A common trait among insertases is their involvement in the biogenesis of the TOM/ATOM complex and other α-helical OMM proteins. However, there is a degree of substrate specificity that differs between species. For instance, Ugo1 is unaffected by pATOM36, and similarly, Fis1 and Mcr1 can integrate into the OMM even in the absence of the MIM complex. Moreover, although MTCH1 can rescue the growth defect in MIM-deficient yeast, it does not appear to significantly affect the levels of canonical MTCH2 substrates when it individually knocked down in mammalian cells. These findings suggest that, despite functional convergence, insertases have diverged evolutionarily, likely adapting to species-specific requirements.
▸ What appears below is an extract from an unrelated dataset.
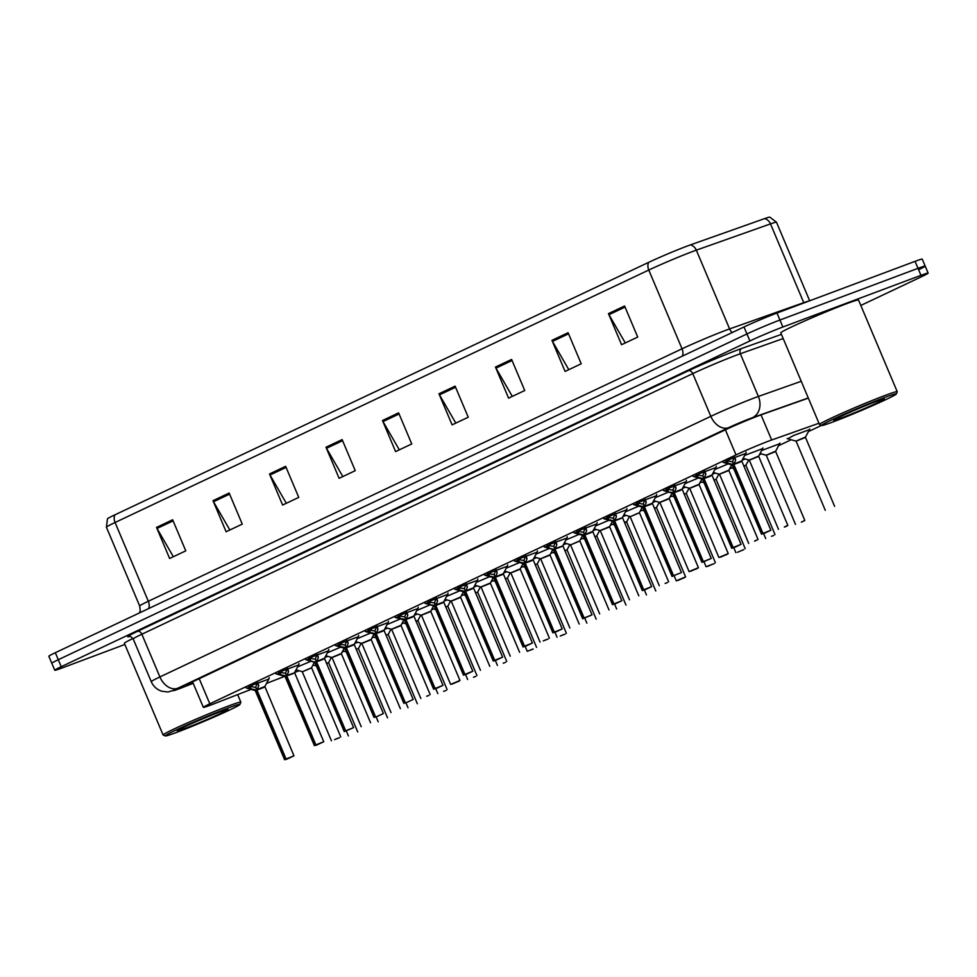 <?xml version="1.0" encoding="UTF-8"?>
<svg xmlns="http://www.w3.org/2000/svg" width="977" height="977" viewBox="0 0 977 977"><rect width="100%" height="100%" fill="white"/><g stroke="black" fill="none" stroke-linecap="round" stroke-linejoin="round"><path stroke-width="1.47" d="M761.657 450.519L779.646 443.741M787.792 438.783L793.556 435.486L809.457 429.636M744.706 455.392L762.671 448.614M694.232 476.739L699.984 473.442L715.921 467.58M664.433 490.845L670.173 487.547L686.123 481.673M634.623 504.938L640.362 501.641L656.312 495.779M604.812 519.043L610.564 515.746L626.501 509.872M575.013 533.137L580.753 529.839L596.703 523.977M545.203 547.242L550.943 543.945L566.892 538.071M515.392 561.335L521.144 558.038L537.081 552.176M485.593 575.429L491.333 572.143L507.283 566.269M455.783 589.534L461.523 586.237L477.472 580.362M425.972 603.627L431.724 600.342L447.674 594.468M396.173 617.733L401.913 614.435L417.863 608.561M366.363 631.826L372.103 628.529L388.052 622.667M336.552 645.931L342.304 642.634L358.254 636.76M306.754 660.025L312.493 656.727L328.443 650.865M276.943 674.13L282.695 670.833L298.632 664.958M247.132 688.223L252.884 684.926L268.834 679.064M724.042 462.646L729.782 459.349L745.732 453.475M818.958 423.249L771.659 440.004A25.317 1.062 157.1 0 0 768.972 440.981A25.317 1.062 157.1 0 0 735.999 454.916L209.823 703.806A25.317 1.062 157.1 0 0 203.35 707.348A25.317 1.062 157.1 0 0 213.694 703.928L251.138 689.371M342.109 652.147L344.051 651.232M371.919 638.054L373.861 637.138M401.718 623.949L403.66 623.033M431.529 609.856L433.47 608.94M461.339 595.762L463.281 594.834M491.138 581.657L493.08 580.741M520.949 567.564L522.89 566.636M550.747 553.458L552.701 552.542M580.558 539.365L582.5 538.437M610.369 525.26L612.31 524.344M640.167 511.166L642.109 510.25M669.978 497.061L671.92 496.145M699.788 482.968L701.73 482.052M729.587 468.862L731.529 467.946M759.398 454.769L761.339 453.853M778.608 445.683L791.15 439.748M808.419 431.578L821.547 425.374M266.501 683.412L284.661 676.353M294.614 672.481L299.096 670.747M742.141 460.191L745.195 458.97M712.331 474.297L715.384 473.076M682.52 488.39L685.573 487.169M652.721 502.496L655.775 501.262M622.911 516.589L625.964 515.367M593.1 530.694L596.153 529.461M563.302 544.787L566.355 543.566M533.491 558.893L536.544 557.659M503.68 572.986L506.733 571.765M473.882 587.079L476.935 585.858M444.071 601.185L447.124 599.963M414.26 615.278L417.313 614.057M384.462 629.383L387.515 628.162M354.651 643.477L357.704 642.255M324.84 657.582L327.893 656.349M714.908 469.485L728.219 463.843M685.097 483.591L698.421 477.948M655.286 497.684L668.61 492.042L663.322 490.381M625.488 511.789L638.799 506.147M595.677 525.882L609.001 520.24M565.866 539.976L579.19 534.346M536.068 554.081L549.379 548.439M506.257 568.174L519.581 562.544M476.446 582.28L489.77 576.638M446.648 596.373L459.959 590.743M416.837 610.478L430.161 604.836L424.873 603.175M387.026 624.572L400.35 618.929M357.228 638.677L370.539 633.035M327.417 652.77L340.741 647.128M297.619 666.876L310.93 661.234M114.993 514.794A8.439 5.984 64.7 0 0 115.066 522.5A33.755 1.417 157.1 0 0 106.42 527.238L107.433 518.836A29.628 1.246 -22.9 0 1 114.993 514.794L648.704 262.337A29.628 1.246 -22.9 0 1 687.295 246.033A29.628 1.246 -22.9 0 1 690.434 244.885L764.6 218.616A29.628 1.246 -22.9 0 1 769.766 217.114L776.495 222.243A33.755 1.417 157.1 0 0 770.487 223.892A8.439 6.888 -109.5 0 0 764.6 218.616M124.873 644.466L61.942 668.024A25.317 1.062 -22.9 0 1 54.761 670.246L51.805 663.249A25.317 1.062 -22.9 0 1 58.29 659.707L746.953 333.951A25.317 1.062 -22.9 0 1 779.939 320.016L918.014 268.333A25.317 1.062 -22.9 0 1 925.195 266.123L922.239 259.137A25.317 1.062 -22.9 0 0 915.058 261.347L776.984 313.031A25.317 1.062 -22.9 0 0 743.998 326.965L55.335 652.709A25.317 1.062 -22.9 0 0 48.85 656.263L51.805 663.249A25.317 1.062 -22.9 0 1 58.29 659.707L746.953 333.951A25.317 1.062 -22.9 0 1 779.939 320.016L918.014 268.333A25.317 1.062 -22.9 0 1 925.195 266.123A25.317 1.062 -22.9 0 1 918.71 269.676M173.344 556.719L157.028 528.459A6.754 4.787 -115.3 0 1 156.515 527.409L169.632 558.478L185.777 550.845L172.648 519.776L156.515 527.409M229.839 529.998L213.523 501.738A6.754 4.787 -115.3 0 1 212.998 500.688L226.127 531.757L242.272 524.112L229.143 493.043L212.998 500.688M286.334 503.277L270.018 475.017A6.754 4.787 -115.3 0 1 269.493 473.967L282.622 505.036L298.754 497.391L285.638 466.322L269.493 473.967M342.829 476.556L326.513 448.296A6.754 4.787 -115.3 0 1 325.988 447.246L339.117 478.315L355.249 470.67L342.133 439.601L325.988 447.246M625.292 342.939L608.976 314.692A6.754 4.787 -115.3 0 1 608.451 313.629L621.567 344.698L637.712 337.065L624.584 305.996L608.451 313.629M568.797 369.66L552.481 341.413A6.754 4.787 -115.3 0 1 551.956 340.35L565.085 371.419L581.217 363.786L568.101 332.717L551.956 340.35M512.302 396.393L495.986 368.134A6.754 4.787 -115.3 0 1 495.461 367.071L508.59 398.14L524.734 390.507L511.606 359.438L495.461 367.071M455.807 423.114L439.491 394.855A6.754 4.787 -115.3 0 1 438.966 393.792L452.095 424.861L468.239 417.228L455.111 386.159L438.966 393.792M399.324 449.835L383.008 421.575A6.754 4.787 -115.3 0 1 382.483 420.525L395.6 451.594L411.744 443.949L398.616 412.88L382.483 420.525M808.345 398.115L761.303 414.773A25.317 1.062 157.1 0 0 758.628 415.75A25.317 1.062 157.1 0 0 725.642 429.685L193.006 681.628A25.317 1.062 157.1 0 0 186.522 685.182A25.317 1.062 157.1 0 0 193.128 683.179M54.761 670.246A25.317 1.062 -22.9 0 1 61.233 666.693L749.909 340.949A25.317 1.062 -22.9 0 1 782.882 327.002L920.969 275.331A25.317 1.062 -22.9 0 1 928.15 273.108A25.317 1.062 -22.9 0 1 921.665 276.662L860.81 305.447M734.582 457.114L735.608 460.375L733.812 464.38L732.665 461.669L734.35 456.638M762.695 533.54L761.535 534.187L762.695 533.54L733.532 464.515L722.943 462.182M762.976 533.418L770.865 530.255L763.135 533.857L769.387 530.902L762.976 533.418L733.837 464.441L741.726 461.266L733.812 464.38M740.432 461.987L733.837 464.429M734.435 457.456L729.843 459.324M733.532 464.515L732.823 462.036M725.899 460.643L732.384 461.803M733.556 464.576L732.396 465.223L733.556 464.563L734.179 465.235M757.273 456.833L749.115 460.106L758.714 456.039L750.678 459.63L758.702 456.381L787.841 525.37L786.644 526.212M784.409 527.055L786.632 526.212M787.841 525.37L784.323 526.982M758.714 456.039L763 447.918M804.059 437.855L795.901 441.115L805.5 437.061L797.464 440.639L805.488 437.403L834.627 506.379M805.5 437.061L809.811 428.952M704.771 471.207L705.797 474.48L704.014 478.474L702.866 475.762L704.551 470.743M732.884 547.645L731.724 548.292L732.884 547.645L703.758 478.669L693.133 476.287M733.165 547.511L741.054 544.348L733.336 547.95L739.577 544.995L733.165 547.511L704.038 478.535L711.915 475.372L704.014 478.474M710.633 476.08L704.038 478.535M704.637 471.549L700.045 473.418M703.721 478.608L703.025 476.129M696.088 474.737L702.585 475.897M702.597 479.304L703.208 478.559M674.973 485.313L675.999 488.573L674.203 492.579L673.055 489.868L674.741 484.836M703.086 561.738L711.256 558.441L701.926 562.386L703.086 561.738L673.922 492.701L668.659 492.042L667.474 489.233L673.214 490.234M703.367 561.604L674.228 492.64L682.105 489.465L674.203 492.579M703.538 561.726L705.479 561.006M680.822 490.185L674.228 492.628M674.826 485.654L670.234 487.523M673.922 492.701L672.774 490.002M666.29 488.842L667.474 489.233M705.479 561.018L703.269 561.848M673.947 492.774L672.787 493.409L673.947 492.762L674.57 493.434M645.162 499.406L646.188 502.679L644.393 506.672L643.257 503.961L644.93 498.942M673.275 575.844L672.115 576.491L673.275 575.844L644.112 506.807L633.523 504.486M651.012 504.279L644.393 506.672M644.429 506.733L652.306 503.57L644.417 506.733L673.556 575.709L681.445 572.546L673.556 575.709M645.015 499.748L640.423 501.616M644.112 506.807L643.403 504.327M636.479 502.935L642.964 504.095M644.136 506.868L642.988 507.515L644.148 506.868L644.759 507.527M615.351 513.511L616.377 516.772L614.594 520.765L613.446 518.066L615.131 513.035M643.464 589.937L642.316 590.584L643.464 589.937L614.313 520.9L603.713 518.579M614.777 520.387L622.508 517.676L614.594 520.765M643.745 589.803L651.635 586.64L643.916 590.255L650.157 587.299L643.745 589.803L614.618 520.839L621.213 518.384M615.217 513.853L610.625 515.722M614.618 520.826L622.496 517.663M614.313 520.9L613.605 518.433M606.668 517.028L613.165 518.201M614.338 520.973L613.177 521.608L614.338 520.961L614.948 521.633M727.462 470.938L719.316 474.199L728.915 470.145L720.867 473.723L728.891 470.487L758.042 539.463L754.574 541.063M758.042 539.463L754.61 541.148M728.915 470.145L731.724 464.857M724.8 555.254L720.513 557.171L724.763 555.156M697.663 485.032L689.506 488.292L699.105 484.238L691.069 487.828L699.092 484.58L728.231 553.568L727.022 554.411M724.702 555.29L722.076 556.353L724.714 555.18M699.105 484.238L701.913 478.95M694.903 569.396L690.702 571.264L694.855 569.298M667.853 499.137L659.695 502.398L669.294 498.343L661.258 501.922L669.282 498.685L698.421 567.661L697.224 568.504M669.294 498.343L672.103 493.055M821.767 425.459L819.556 424.568A42.194 1.771 -22.9 0 1 819.495 424.507A42.194 1.771 -22.9 0 1 842.785 412.892A42.194 1.771 -22.9 0 1 885.26 395.367A42.194 1.771 -22.9 0 1 897.228 391.667A42.194 1.771 -22.9 0 1 897.228 391.753L896.324 393.963A40.509 1.698 -22.9 0 1 873.243 405.345A40.509 1.698 -22.9 0 1 833.198 421.856A40.509 1.698 -22.9 0 1 821.767 425.459A40.509 1.698 -22.9 0 1 843.359 414.578A40.509 1.698 -22.9 0 1 884.844 397.431A40.509 1.698 -22.9 0 1 896.324 393.963M819.495 424.507L780.782 332.852A42.194 1.771 -22.9 0 1 804.071 321.25A42.194 1.771 -22.9 0 1 846.546 303.713A42.194 1.771 -22.9 0 1 858.514 300.012L897.228 391.667M876.564 401.339A27.515 1.148 -22.9 0 1 884.319 398.897A27.515 1.148 -22.9 0 1 869.652 406.298A27.515 1.148 -22.9 0 1 841.478 417.936A27.515 1.148 -22.9 0 1 833.674 420.293A27.515 1.148 -22.9 0 1 849.355 412.563A27.515 1.148 -22.9 0 1 876.564 401.339M165.382 735.937L163.171 735.046A42.194 1.771 -22.9 0 1 163.11 734.985A42.194 1.771 -22.9 0 1 186.399 723.371A42.194 1.771 -22.9 0 1 228.874 705.846A42.194 1.771 -22.9 0 1 240.843 702.145A42.194 1.771 -22.9 0 1 240.843 702.231L239.939 704.441A40.509 1.698 -22.9 0 1 216.857 715.823A40.509 1.698 -22.9 0 1 176.8 732.335A40.509 1.698 -22.9 0 1 165.382 735.937A40.509 1.698 -22.9 0 1 186.973 725.056A40.509 1.698 -22.9 0 1 228.459 707.91A40.509 1.698 -22.9 0 1 239.939 704.441M163.11 734.985L124.384 643.33A42.194 1.771 -22.9 0 1 132.97 638.482M220.179 711.818A27.515 1.148 -22.9 0 1 227.934 709.375A27.515 1.148 -22.9 0 1 213.267 716.776A27.515 1.148 -22.9 0 1 185.093 728.415A27.515 1.148 -22.9 0 1 177.289 730.772A27.515 1.148 -22.9 0 1 192.97 723.041A27.515 1.148 -22.9 0 1 220.179 711.818M585.553 527.604L586.579 530.877L584.783 534.871L583.635 532.16L585.321 527.128M613.666 604.042L612.506 604.69L613.666 604.042L584.502 535.005L573.902 532.685M613.947 603.908L621.836 600.745L614.106 604.348L620.358 601.392L613.947 603.908L584.808 534.932L592.697 531.769L584.783 534.871M591.403 532.477L584.808 534.932M585.406 527.946L580.814 529.815M584.502 535.005L583.794 532.526M576.87 531.134L583.354 532.294M584.527 535.066L583.367 535.714L584.527 535.066L585.15 535.726M555.742 541.71L556.768 544.971L554.973 548.964L553.837 546.265L555.51 541.234M555.339 549.831L544.104 546.778M555.168 548.585L562.886 545.874L554.973 548.964M584.136 618.001L592.025 614.838L582.695 618.783L590.548 615.486L584.136 618.001L555.009 549.037L562.886 545.862M561.592 546.583L555.009 549.037M555.595 542.052L551.004 543.908M554.692 549.098L553.983 546.631M547.059 545.227L553.556 546.387M554.728 549.159L583.855 618.136M525.931 555.803L526.957 559.076L525.174 563.07L524.026 560.358L525.711 555.327M554.044 632.241L552.897 632.876L554.044 632.241L524.893 563.204L514.293 560.883M554.338 632.107L562.215 628.944L554.496 632.546L560.737 629.591L554.338 632.107L525.199 563.131L533.076 559.968L525.174 563.07M531.793 560.676L525.199 563.131M525.797 556.145L521.205 558.014M524.893 563.204L524.185 560.725M517.248 559.332L523.745 560.493M524.918 563.265L523.757 563.912L524.918 563.253L525.528 563.924M667.425 582.597L665.154 583.354M638.042 513.23L630.153 516.735L639.471 512.778M667.132 582.732L665.19 583.44M639.495 512.437L642.304 507.148M608.244 527.336L600.086 530.596L609.685 526.53L601.649 530.12L609.672 526.884L638.811 595.86M609.685 526.53L612.494 521.254M578.433 541.429L570.544 544.922L579.862 540.977M579.874 540.635L582.683 535.347M496.133 569.909L497.159 573.169L495.363 577.163L494.215 574.452L495.901 569.432M524.246 646.334L523.086 646.982L524.246 646.334L495.083 577.297L484.482 574.977M524.527 646.2L532.416 643.037L524.686 646.64L530.938 643.684L524.527 646.2L495.388 577.236L503.277 574.061L495.363 577.163M501.983 574.781L495.388 577.224M495.986 570.25L491.394 572.107M495.083 577.297L494.374 574.83M487.45 573.426L493.935 574.586M495.107 577.358L493.947 578.005L495.107 577.358L495.73 578.03M466.322 584.002L467.348 587.275L465.553 591.268L464.417 588.557L466.09 583.525M494.435 660.44L493.275 661.075L494.435 660.44L465.308 591.451L454.684 589.07M494.716 660.305L502.605 657.142L494.887 660.745L501.128 657.79L494.716 660.305L465.589 591.329L473.466 588.154L465.553 591.268M472.172 588.875L465.589 591.317M466.176 584.344L461.596 586.212M465.272 591.403L464.563 588.923M457.639 587.531L464.136 588.691M465.296 591.464L464.148 592.111L465.308 591.451L465.919 592.123M436.511 598.107L437.537 601.368L435.754 605.361L434.606 602.65L436.292 597.631M464.637 674.533L463.477 675.18L464.637 674.533L435.473 605.496L430.21 604.836L429.013 602.015L434.765 603.029M464.918 674.399L472.795 671.236L465.076 674.838L471.317 671.883L464.918 674.399L435.779 605.422L443.656 602.259L435.754 605.361M442.373 602.98L435.779 605.422M436.377 598.437L431.785 600.305M435.473 605.496L434.325 602.785M427.841 601.624L429.013 602.015M434.338 606.192L434.948 605.447M406.713 612.2L407.739 615.461L405.943 619.467L404.796 616.756L406.481 611.724M434.826 688.626L433.666 689.273L434.826 688.626L405.663 619.601L395.062 617.269M435.107 688.504L442.996 685.341L435.266 688.944L441.519 685.988L435.107 688.504L405.968 619.528L413.857 616.353L405.943 619.467M435.278 688.614L437.22 687.893M412.563 617.073L405.968 619.516M406.566 612.542L401.974 614.411M405.663 619.601L404.954 617.122M398.03 615.73L404.515 616.89M437.232 687.906L435.009 688.748M405.137 619.54L404.27 620.065L405.687 619.65L404.527 620.31L433.666 689.273M376.902 626.294L377.928 629.567L376.133 633.56L374.997 630.849L376.682 625.83M405.015 702.732L403.855 703.379L405.015 702.732L375.889 633.755L365.264 631.374M413.186 699.434L405.467 703.037L413.186 699.434L384.059 630.458L376.133 633.56M405.296 702.597L376.169 633.621L384.046 630.458L388.333 621.995M382.752 631.166L376.169 633.621M376.756 626.636L372.176 628.504M375.852 633.694L375.144 631.215M368.219 629.823L374.716 630.983M375.889 633.755L374.728 634.403L375.889 633.755L376.499 634.415M548.622 555.534L540.476 558.795L550.075 554.728L542.027 558.319L550.051 555.083L579.202 624.059M550.075 554.728L552.884 549.453M545.825 639.788L547.95 639.092M518.824 569.628L510.666 572.888L520.265 568.834L512.229 572.412L520.252 569.176L549.392 638.152M545.96 639.837L548.182 639.007M545.874 639.886L543.236 640.936L545.874 639.776M520.265 568.834L523.074 563.546M489.013 583.721L480.867 586.994L490.454 582.927L482.418 586.518L490.442 583.281L519.581 652.257M490.454 582.927L493.263 577.651M459.214 597.826L451.056 601.087L460.655 597.032L452.607 600.611L460.631 597.374L489.782 666.351M460.655 597.032L463.464 591.744M456.454 682.178L452.253 684.059L456.406 682.08M429.404 611.92L421.246 615.192L430.845 611.126L422.809 614.716L430.833 611.48L459.972 680.456L458.775 681.299M430.845 611.126L433.654 605.85M347.091 640.399L348.117 643.66L346.334 647.666L345.186 644.954L346.872 639.923M375.217 716.825L374.057 717.472L375.217 716.825L346.053 647.788L335.453 645.467M383.387 713.528L375.656 717.142L383.387 713.528L354.248 644.564L346.359 647.727L354.236 644.551L358.522 636.088M375.498 716.691L346.359 647.727L352.953 645.272M346.957 640.741L342.365 642.61M346.053 647.788L345.345 645.321M338.421 643.928L344.905 645.089M346.078 647.861L344.918 648.496L346.078 647.849L346.688 648.52M317.293 654.492L318.319 657.765L316.524 661.759L315.376 659.048L317.061 654.028M316.89 662.614L305.642 659.573M345.687 730.796L353.576 727.633L344.246 731.578L352.099 728.28L345.687 730.796L316.548 661.82L324.437 658.657L316.524 661.759M316.279 661.954L315.107 662.601L316.279 661.954M323.143 659.365L316.548 661.82M317.146 654.834L312.555 656.703M316.243 661.893L315.534 659.414M308.61 658.022L315.095 659.182M345.406 730.93L316.267 661.954M287.482 668.598L288.508 671.858L286.713 675.852L285.577 673.153L287.262 668.121M315.595 745.024L314.435 745.671L315.595 745.024L286.469 676.047L275.844 673.666M286.908 675.473L294.627 672.762L286.713 675.852M315.876 744.889L323.766 741.726L316.047 745.341L322.288 742.386L315.876 744.889L286.75 675.925L294.627 672.75M293.332 673.471L286.75 675.925M287.336 668.94L282.756 670.808M286.432 675.986L285.724 673.519M286.469 676.047L285.308 676.682L286.469 676.06L287.079 676.719M278.799 672.115L285.296 673.287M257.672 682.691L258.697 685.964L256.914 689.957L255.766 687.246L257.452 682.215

6 Insertase biogenesis – chicken or the egg?

An open question is how insertases themselves are integrated into the mitochondrial outer membrane. This presents a classic “chicken-and-egg” dilemma: if insertases are required for membrane insertion, how are the first insertase molecules embedded in the bilayer in the first place? One possibility is that a small number of insertase molecules can spontaneously integrate into the lipid bilayer. Supporting this idea, the observation that re-expression of Mim1 or heterologous insertases (such as MTCH1 or pATOM36) can rescue the growth defects of Mim1 deletion strains implies that some initial membrane integration can occur independently of pre-existing MIM complexes (Dimogkioka et al. 2024; Vitali et al. 2018a). This suggests that the biogenesis of re-introduced insertases may begin through a low-efficiency, spontaneous insertion process, which is later amplified as newly inserted insertase molecules facilitate the membrane integration of subsequent ones.

Given the existence of insertase-like proteins in other organelles, such as the ER, an important question is what ensures the organelle-specific localisation of mitochondrial insertases. It is still unclear whether the transmembrane domain alone determines their targeting to mitochondria or whether additional signals or cytosolic factors are required. For example, when Mim1 was fused to GFP at its N-terminus and overexpressed, it showed some mislocalisation to the ER (Vitali et al. 2018b). This mislocalisation was dramatically enhanced in the absence of Djp1, a J-protein co-chaperone implicated in Mim1 targeting (Papić et al. 2013). This observation suggests that specific targeting of insertases may rely on chaperone-mediated guidance or other cytosolic factors. Another possibility is that Mim1 mislocalisation to the ER is influenced by Spf1, an ER P5-type ATPase (Cronin et al. 2002). Spf1 plays a critical role in maintaining the lipid and sterol composition of intracellular membranes (Cronin et al. 2002) and its deletion promoted mistargeting of OMM tail-anchored proteins (like Gem1 and Fis1) to the ER (Krumpe et al. 2012). Later studies clearly demonstrated that Spf1 extracts mistargeted proteins from the ER membrane (McKenna et al. 2020). Thus, it is likely that the correct localisation of Mim1 to the OMM depends on Spf1 activity. Lastly, Mim1 mislocalisation might occur under stress conditions or during interactions with other organelles, such as the ER or lipid droplets. Understanding the determinants of mitochondrial specificity for insertases like Mim1, MTCH1/2, and pATOM36 will be essential to fully comprehend their regulation and function.